Similarity-Dissimilarity Loss for Multi-label Supervised Contrastive Learning
It addresses a critical bottleneck in multi-label learning for applications like medical data analysis, though it appears incremental in extending contrastive learning to multi-label settings.
The paper tackles the challenge of defining multi-label relations and identifying positive samples in multi-label supervised contrastive learning by proposing a Similarity-Dissimilarity Loss, which outperforms baselines and achieves state-of-the-art performance on MIMIC-III-Full.
Supervised contrastive learning has achieved remarkable success by leveraging label information; however, determining positive samples in multi-label scenarios remains a critical challenge. In multi-label supervised contrastive learning (MSCL), multi-label relations are not yet fully defined, leading to ambiguity in identifying positive samples and formulating contrastive loss functions to construct the representation space.

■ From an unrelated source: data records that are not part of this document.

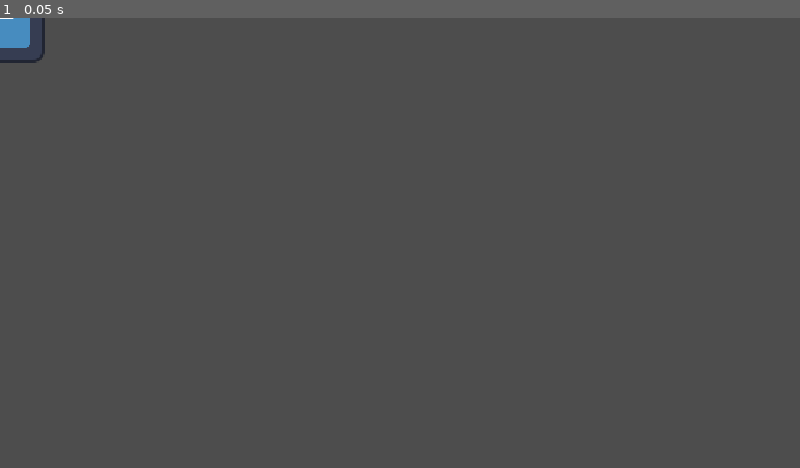
Above: before the commit, frame 1.
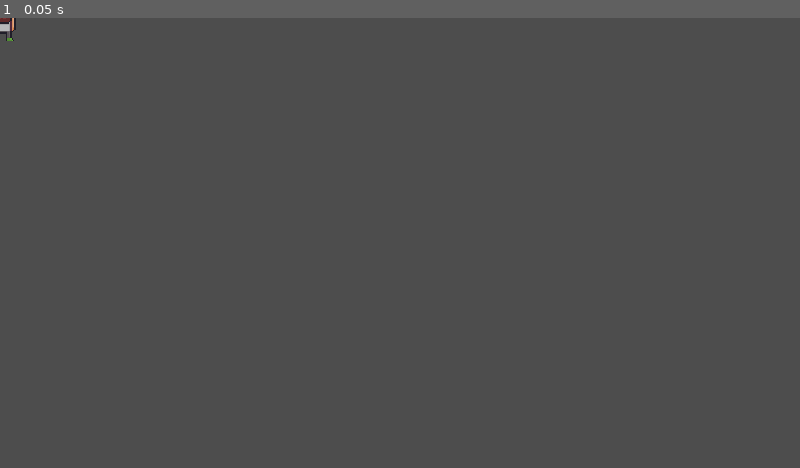
Above: after the commit, the same moment.

Repository: shi-reker/project-skinwalker
Game: Godot game, scene res://Scenes/world.tscn
Same seed, same stepped clock (60 frames per second), same inputs: the game is played once before the commit and once after it. The engine's default icon, where the game draws it, is replaced by a stand-in: a white triangle on a blue panel in a dark square.
Inputs:
- Up to frame 1 (0.05 s): no input

The runs differ from the first frame. In frame 1, 0.3% of the frame differs, in the area x 0-6%, y 0-10%.
Error before the commit: Invalid access to property or key 'switch_state' on a base object of type 'Nil'. (res://Scripts/StateMachines/stalker_state_machine.gd:22)
Error after the commit: Invalid access to property or key 'SEARCHING' on a base object of type 'Dictionary[int, ActorState]'. (res://Scripts/StateMachines/stalker_state_machine.gd:33)

Commit message:
stalker detection area

Diff:
--- /dev/null
+++ b/Resources/Stalker/stalker_def_res.tres
@@ -0,0 +1,20 @@
+[gd_resource type="Resource" script_class="StalkerDefinition" format=3 uid="uid://dx8babm5185dg"]
+
+[ext_resource type="Resource" uid="uid://hina2awdsamx" path="res://Resources/Stalker/stalker_behaviour_res.tres" id="1_gy8r0"]
+[ext_resource type="Resource" uid="uid://xfkqgqvseiba" path="res://Resources/Stalker/stalker_visison_res.tres" id="2_8jix2"]
+[ext_resource type="Resource" uid="uid://llueu4l0gfsh" path="res://Resources/Stalker/stalker_speak_res.tres" id="3_bqt6c"]
+[ext_resource type="Script" uid="uid://c5kiv4arqwtk5" path="res://Scripts/Resources/hint_definition.gd" id="4_xufnp"]
+[ext_resource type="Resource" uid="uid://cwfq3hn8rp6by" path="res://Resources/Stalker/stalker_move_res.tres" id="5_eyvwl"]
+[ext_resource type="Script" uid="uid://delju8d2wul1h" path="res://Scripts/Resources/stalker_definition.gd" id="6_e2lhn"]
+[ext_resource type="Texture2D" uid="uid://dns6852cy5aid" path="res://Assets/Visuals/placeholder person.png" id="7_khubr"]
+
+[resource]
+script = ExtResource("6_e2lhn")
+initial_hints = Array[ExtResource("4_xufnp")]([null])
+detection_definition = ExtResource("2_8jix2")
+display_name = "stalker"
+behavior_definition = ExtResource("1_gy8r0")
+movement_definition = ExtResource("5_eyvwl")
+dialogue_definition = ExtResource("3_bqt6c")
+texture = ExtResource("7_khubr")
+metadata/_custom_type_script = "uid://delju8d2wul1h"
--- a/Resources/stalker_def_res.tres
+++ /dev/null
@@ -1,20 +0,0 @@
-[gd_resource type="Resource" script_class="StalkerDefinition" format=3 uid="uid://dx8babm5185dg"]
-
-[ext_resource type="Script" uid="uid://c5kiv4arqwtk5" path="res://Scripts/Resources/hint_definition.gd" id="1_co3wr"]
-[ext_resource type="Resource" uid="uid://hina2awdsamx" path="res://Resources/stalker_behaviour_res.tres" id="1_x54en"]
-[ext_resource type="Script" uid="uid://delju8d2wul1h" path="res://Scripts/Resources/stalker_definition.gd" id="2_72s8d"]
-[ext_resource type="Resource" uid="uid://xfkqgqvseiba" path="res://Resources/stalker_visison_res.tres" id="2_nmse5"]
-[ext_resource type="Resource" uid="uid://llueu4l0gfsh" path="res://Resources/stalker_speak_res.tres" id="3_m06j2"]
-[ext_resource type="Resource" uid="uid://cwfq3hn8rp6by" path="res://Resources/stalker_move_res.tres" id="5_ns42y"]
-[ext_resource type="Texture2D" uid="uid://c0leypun80rl1" path="res://Resources/icon.svg" id="7_yxtb0"]
-
-[resource]
-script = ExtResource("2_72s8d")
-initial_hints = Array[ExtResource("1_co3wr")]([null])
-detection_definition = ExtResource("2_nmse5")
-display_name = "stalker"
-behavior_definition = ExtResource("1_x54en")
-movement_definition = ExtResource("5_ns42y")
-dialogue_definition = ExtResource("3_m06j2")
-texture = ExtResource("7_yxtb0")
-metadata/_custom_type_script = "uid://delju8d2wul1h"
--- a/Scenes/Actors/stalker.tscn
+++ b/Scenes/Actors/stalker.tscn
@@ -2,7 +2,7 @@
 
 [ext_resource type="Script" uid="uid://dpd327mb0owd0" path="res://Scripts/Actors/stalker.gd" id="1_stalker"]
 [ext_resource type="Script" uid="uid://vc0g7sdmcnqh" path="res://Scripts/Components/movement_component.gd" id="2_movement"]
-[ext_resource type="Resource" uid="uid://dx8babm5185dg" path="res://Resources/stalker_def_res.tres" id="2_vjcrc"]
+[ext_resource type="Resource" uid="uid://dx8babm5185dg" path="res://Resources/Stalker/stalker_def_res.tres" id="2_vjcrc"]
 [ext_resource type="Script" uid="uid://b3ta2kaj6e5hc" path="res://Scripts/Components/raycast_detection_component.gd" id="3_detection"]
 [ext_resource type="Script" uid="uid://drowikn1xgjix" path="res://Scripts/StateMachines/stalker_state_machine.gd" id="4_state_machine"]
 [ext_resource type="Script" uid="uid://bcihkuoicmlyu" path="res://Scripts/StateMachines/StalkerStates/searching_state.gd" id="6_2h22a"]
@@ -13,10 +13,14 @@
 
 [sub_resource type="CapsuleShape2D" id="CapsuleShape2D_y8knx"]
 
-[node name="Stalker" type="CharacterBody2D" unique_id=1888125872 node_paths=PackedStringArray("sprite")]
+[sub_resource type="CircleShape2D" id="CircleShape2D_y8knx"]
+radius = 210.0
+
+[node name="Stalker" type="CharacterBody2D" unique_id=1888125872 node_paths=PackedStringArray("sprite", "detectionRange")]
 script = ExtResource("1_stalker")
 stalker_definition = ExtResource("2_vjcrc")
-sprite = NodePath("Sprite2D")
+sprite = NodePath("CollisionShape2D/Sprite2D")
+detectionRange = NodePath("DetectionRange")
 
 [node name="Components" type="Node" parent="." unique_id=2030690801]
 
@@ -28,8 +32,13 @@
 
 [node name="SightRay" type="RayCast2D" parent="Components/RaycastDetectionComponent" unique_id=269243962]
 
-[node name="StateMachine" type="Node" parent="." unique_id=1892398123]
+[node name="StateMachine" type="Node" parent="." unique_id=1892398123 node_paths=PackedStringArray("searchingState", "investigateState", "pursuitState", "surveilState", "lostState")]
 script = ExtResource("4_state_machine")
+searchingState = NodePath("SearchState")
+investigateState = NodePath("InvestigateState")
+pursuitState = NodePath("PursuitState")
+surveilState = NodePath("SurveilState")
+lostState = NodePath("LostState")
 
 [node name="SearchState" type="Node" parent="StateMachine" unique_id=60467817]
 script = ExtResource("6_2h22a")
@@ -49,4 +58,12 @@
 [node name="CollisionShape2D" type="CollisionShape2D" parent="." unique_id=1447720503]
 shape = SubResource("CapsuleShape2D_y8knx")
 
-[node name="Sprite2D" type="Sprite2D" parent="." unique_id=1579276551]
+[node name="Sprite2D" type="Sprite2D" parent="CollisionShape2D" unique_id=1579276551]
+
+[node name="DetectionRange" type="Area2D" parent="." unique_id=1422627456]
+
+[node name="DetectionShape" type="CollisionShape2D" parent="DetectionRange" unique_id=1981717923]
+shape = SubResource("CircleShape2D_y8knx")
+
+[connection signal="body_entered" from="DetectionRange" to="." method="_on_detection_range_entered"]
+[connection signal="body_exited" from="DetectionRange" to="." method="_on_detection_range_exited"]
--- a/Scripts/Actors/stalker.gd
+++ b/Scripts/Actors/stalker.gd
@@ -8,6 +8,17 @@
 @export var known_hints: Array[HintDefinition] = []
 @export var deployed_detection_systems: Array[DetectionSystem] = []
 @export var sprite:Sprite2D
+@export var detectionRange:Area2D
 
 func _ready() -> void:
 	sprite.texture = stalker_definition.texture
+	sprite.scale = Vector2(0.1, 0.1)
+
+func _physics_process(delta: float) -> void:
+	state_machine.update_current_state(delta)
+
+func _on_detection_range_entered(area: Area2D) -> void:
+	pass # Replace with function body.
+
+func _on_detection_range_exited(body: Node2D) -> void:
+	state_machine.change_state(state_machine.stateTable[state_machine.State.TARGET_LOST])
--- a/Scripts/StateMachines/stalker_state_machine.gd
+++ b/Scripts/StateMachines/stalker_state_machine.gd
@@ -9,21 +9,28 @@
 	TARGET_LOST,
 }
 
+@export var searchingState:SearchingState
+@export var investigateState:InvestigateState
 @export var pursuitState:PursuitState
-@export var investigateState:InvestigateState
 @export var surveilState:SurveilState
-@export var searchingState:SearchingState
 @export var lostState:LostState
 
 @export var initial_state: State = State.SEARCHING
 var current_state_id: State = State.SEARCHING
 
+var stateTable:Dictionary[State, ActorState]
+
 func _ready() -> void:
-	pursuitState.switch_state.connect(change_state)
-	investigateState.switch_state.connect(change_state)
-	surveilState.switch_state.connect(change_state)
-	searchingState.switch_state.connect(change_state)
-	lostState.switch_state.connect(change_state)
+	stateTable = {
+		State.SEARCHING: searchingState,
+		State.INVESTIGATING_HINT: investigateState,
+		State.PURSUING: pursuitState,
+		State.DEPLOYING_SURVEILLANCE: surveilState,
+		State.TARGET_LOST: lostState,
+	}
+
+	for state in State:
+		stateTable[state].switch_state.connect(change_state)
 
 func update_current_state(delta: float) -> void:
 	current_state.update_state(delta)
--- a/Scripts/StateMachines/state_machine.gd
+++ b/Scripts/StateMachines/state_machine.gd
@@ -5,7 +5,8 @@
 @export var available_states: Array[ActorState] = []
 
 func change_state(next_state: ActorState) -> void:
-	pass
+	if next_state == current_state:
+		return
 
 func update_current_state(delta: float) -> void:
 	pass
Binary file added: Assets/Visuals/placeholder person.png
Not shown, added: Assets/Visuals/placeholder person.png.import
Renamed: Resources/player_moveDef.tres -> Resources/Player/player_moveDef.tres
Renamed: Resources/stalker_behaviour_res.tres -> Resources/Stalker/stalker_behaviour_res.tres
Renamed: Resources/stalker_move_res.tres -> Resources/Stalker/stalker_move_res.tres
Renamed: Resources/stalker_speak_res.tres -> Resources/Stalker/stalker_speak_res.tres
Renamed: Resources/stalker_visison_res.tres -> Resources/Stalker/stalker_visison_res.tres

To address these challenges, we: (i) systematically formulate multi-label relations in MSCL, (ii) propose a novel Similarity-Dissimilarity Loss, which dynamically re-weights samples based on similarity and dissimilarity factors, (iii) further provide theoretical grounded proofs for our method through rigorous mathematical analysis that supports the formulation and effectiveness, and (iv) offer a unified form and paradigm for both single-label and multi-label supervised contrastive loss. We conduct experiments on both image and text modalities and further extend the evaluation to the medical domain. The results show that our method consistently outperforms baselines in comprehensive evaluations, demonstrating its effectiveness and robustness. Moreover, the proposed approach achieves state-of-the-art performance on MIMIC-III-Full.